The occurrence of melanoma concordant for site and age of onset in monozygotic twins has been reported in only two pairs but in neither of them genetic analysis was performed. St-Arneault et al.  described two identical male twins (from a set of triplets) who developed melanoma at age 53, at the same site and within a time frame of 2 months, while the fraternal triplet showed no evidence of tumour. More recently, Rao et al. reported two 71-year-old, identical female twins, diagnosed with melanoma at the same time (within 10 days of each other) and location (right calf). Our patients were skin type 1 as the latter pair but they were younger than both pairs.
Studies in twin pairs are of great interest to estimate the relative effect of genetic and environmental influences on melanoma development. In a recent large population-based study of Australian twins, genetic influences were shown to be a significant source of variation in liability to melanoma with identical twins being more than four times more likely to be affected with melanoma if they had an affected co-twin than non-identical twins .

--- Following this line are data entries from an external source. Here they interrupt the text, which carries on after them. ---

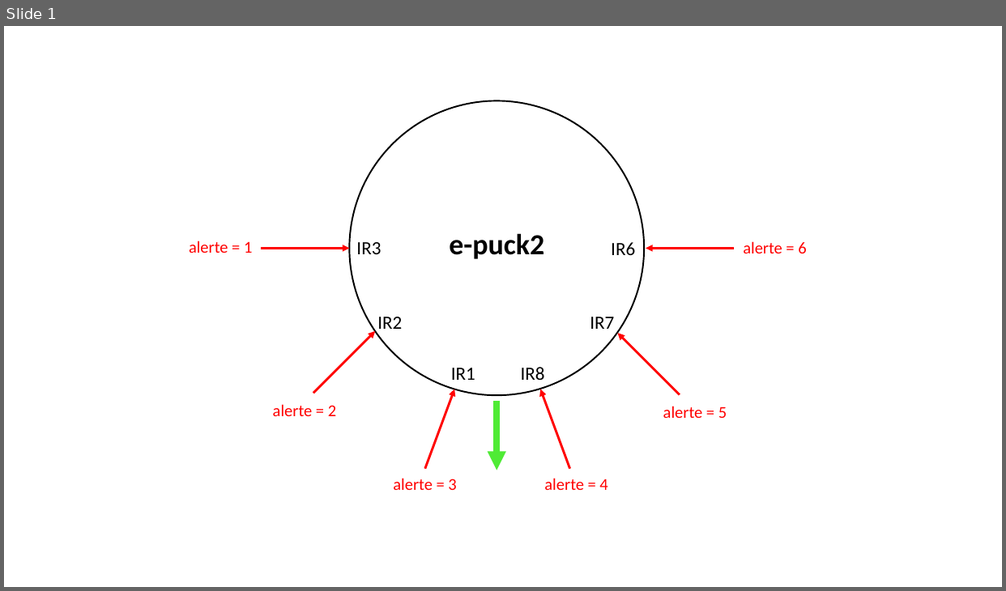
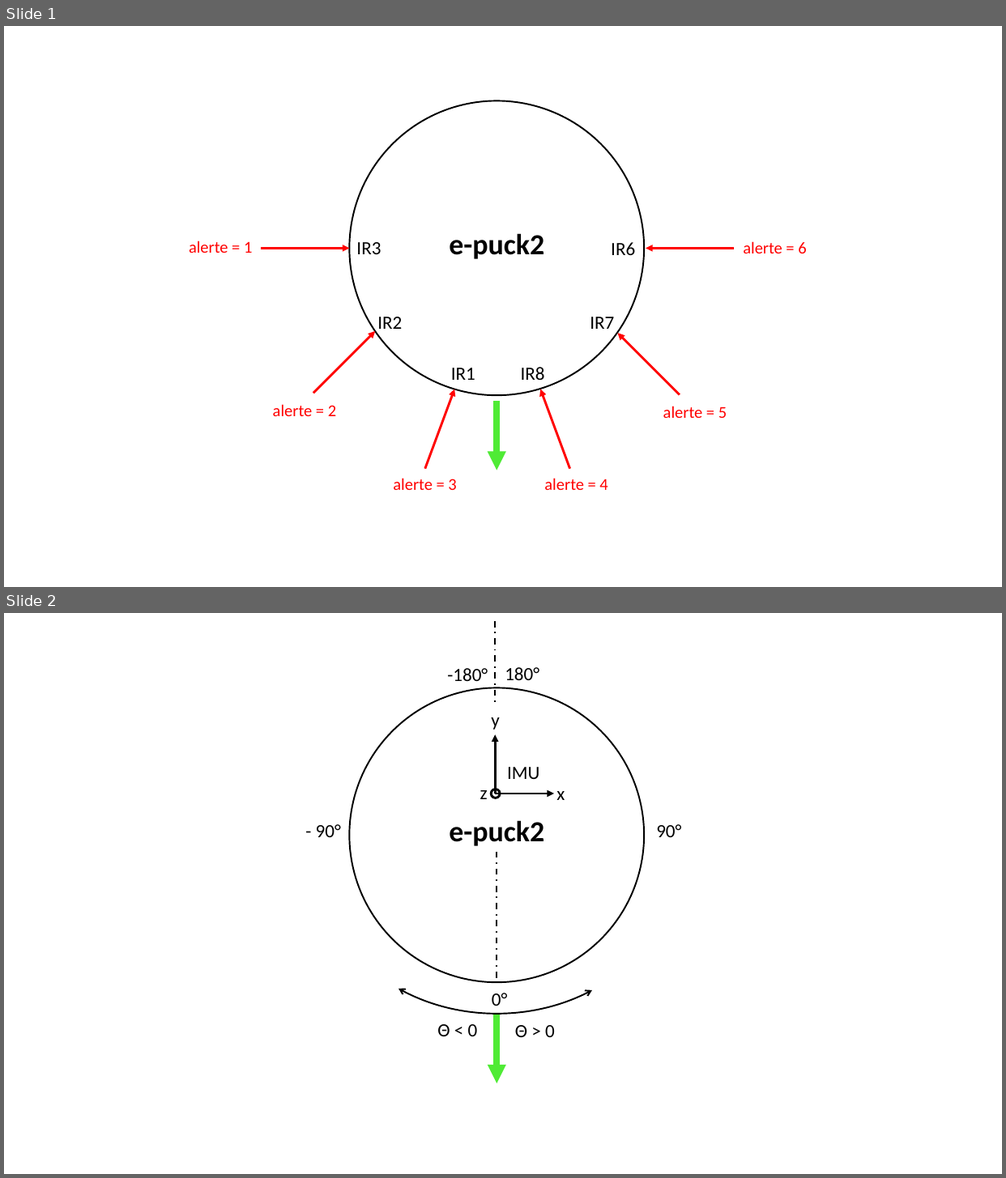
Before and after one commit to AlecParrat/miniprojet_SlopeFollower, a slide deck: Documentation/Schemas_pour_rapport.pptx. Shown one above the other, each under a label of ours: slide 1 before the commit, slides 1 and 2 after it. The pictures are 1006x591 and 1006x1178 pixels, drawn with LibreOffice and Linux fonts; fonts in the diff are those of the drawing. Boxes give left, top, right and bottom in pixels: in the first picture for what was removed or moved away, otherwise in the second. Text is boxed around its words. In the diff, an @@ line names an element or a change of style, - is before the commit and + after.

```diff
--- a/Documentation/Schemas_pour_rapport.pptx
+++ b/Documentation/Schemas_pour_rapport.pptx
@@ slide 2 added at (x1=4, y1=613, x2=1002, y2=1174), background #FFFFFF @@
@@ line added from (495, 621) to (495, 705), #000000 1.5 pt dashed @@
@@ text added at (x1=447, y1=668, x2=488, y2=681), 18 pt, text #000000 @@
+-180°
@@ text added at (x1=505, y1=667, x2=539, y2=680), 18 pt, text #000000 @@
+180°
@@ ellipse added at (x1=349, y1=688, x2=644, y2=983), outline #000000 1.5 pt @@
@@ text added at (x1=491, y1=717, x2=499, y2=730), 18 pt, text #000000 @@
+y
@@ arc (boxed as its full ellipse) added at (x1=326, y1=736, x2=668, y2=1014), outline #000000 1.5 pt @@
@@ arrow added from (495, 794) to (495, 735), #000000 2.25 pt @@
@@ text added at (x1=507, y1=767, x2=539, y2=779), 18 pt, text #000000 @@
+IMU
@@ text added at (x1=480, y1=790, x2=488, y2=799), 18 pt, text #000000 @@
+z
@@ ellipse added at (x1=492, y1=789, x2=501, y2=798), outline #000000 2.25 pt @@
@@ arrow added from (495, 794) to (554, 794), #000000 2.25 pt @@
@@ text added at (x1=556, y1=791, x2=565, y2=800), 18 pt, text #000000 @@
+x
@@ text added at (x1=316, y1=824, x2=341, y2=837), 18 pt, text #000000 @@
+- 90°
@@ text added at (x1=449, y1=820, x2=544, y2=846), 28 pt, text #000000, bold @@
+e-puck2
@@ text added at (x1=656, y1=824, x2=681, y2=837), 18 pt, text #000000 @@
+90°
@@ line added from (496, 852) to (496, 983), #000000 1.5 pt dashed @@
@@ text added at (x1=492, y1=993, x2=507, y2=1006), 18 pt, text #000000 @@
+0°
@@ text added at (x1=437, y1=1024, x2=478, y2=1037), 18 pt, text #000000 @@
+Θ < 0
@@ arrow added from (496, 1014) to (496, 1084), #4FEB35 6 pt @@
@@ text added at (x1=515, y1=1025, x2=555, y2=1037), 18 pt, text #000000 @@
+Θ > 0
```
Also in this commit, not shown: 1 other file.

MC1R variants have been associated with a 1.2 to 2.4-fold increased risk of melanoma with an additive effect for multiple variants [10–12]. A double variation in the MC1R gene, the c.451C > T (p.Arg151Cys) and the c.456C > A (p.Tyr152*), was detected in our twins. The p.Arg151Cys has been shown to confer the highest melanoma risk with summary estimates ranging from 1.78 (95%CI 1.45–2.20) to 1.93 (95%CI 1.54–2.41) in two recent meta-analyses [10, 11]. We previously reported a significant association of the p.Arg151Cys allele with melanoma risk in a population from central Italy, with an OR of 2.94 (95%CI, 1.04–8.31) . In functional studies, the p.Arg151Cys mutant receptor showed a reduced cell surface expression with intracellular retention and a corresponding impairment in cAMP coupling . The nonsense p.Tyr152* is a rare RHC variant associated with a severe functional impairment of the MC1R due to the lack of the last four transmembrane fragments [14, 15]. Interestingly, MC1R-associated melanoma risk has been shown to increase with the number of variants in the genotype supporting the MC1R-associated susceptibility in our patients carrying two nonfunctional MC1R variants. Finally, carriers of MC1R RHC variants have been recently suggested to develop melanomas lacking significant pigmentation [16, 17] as also observed in the hypomelanotic melanomas of our twins.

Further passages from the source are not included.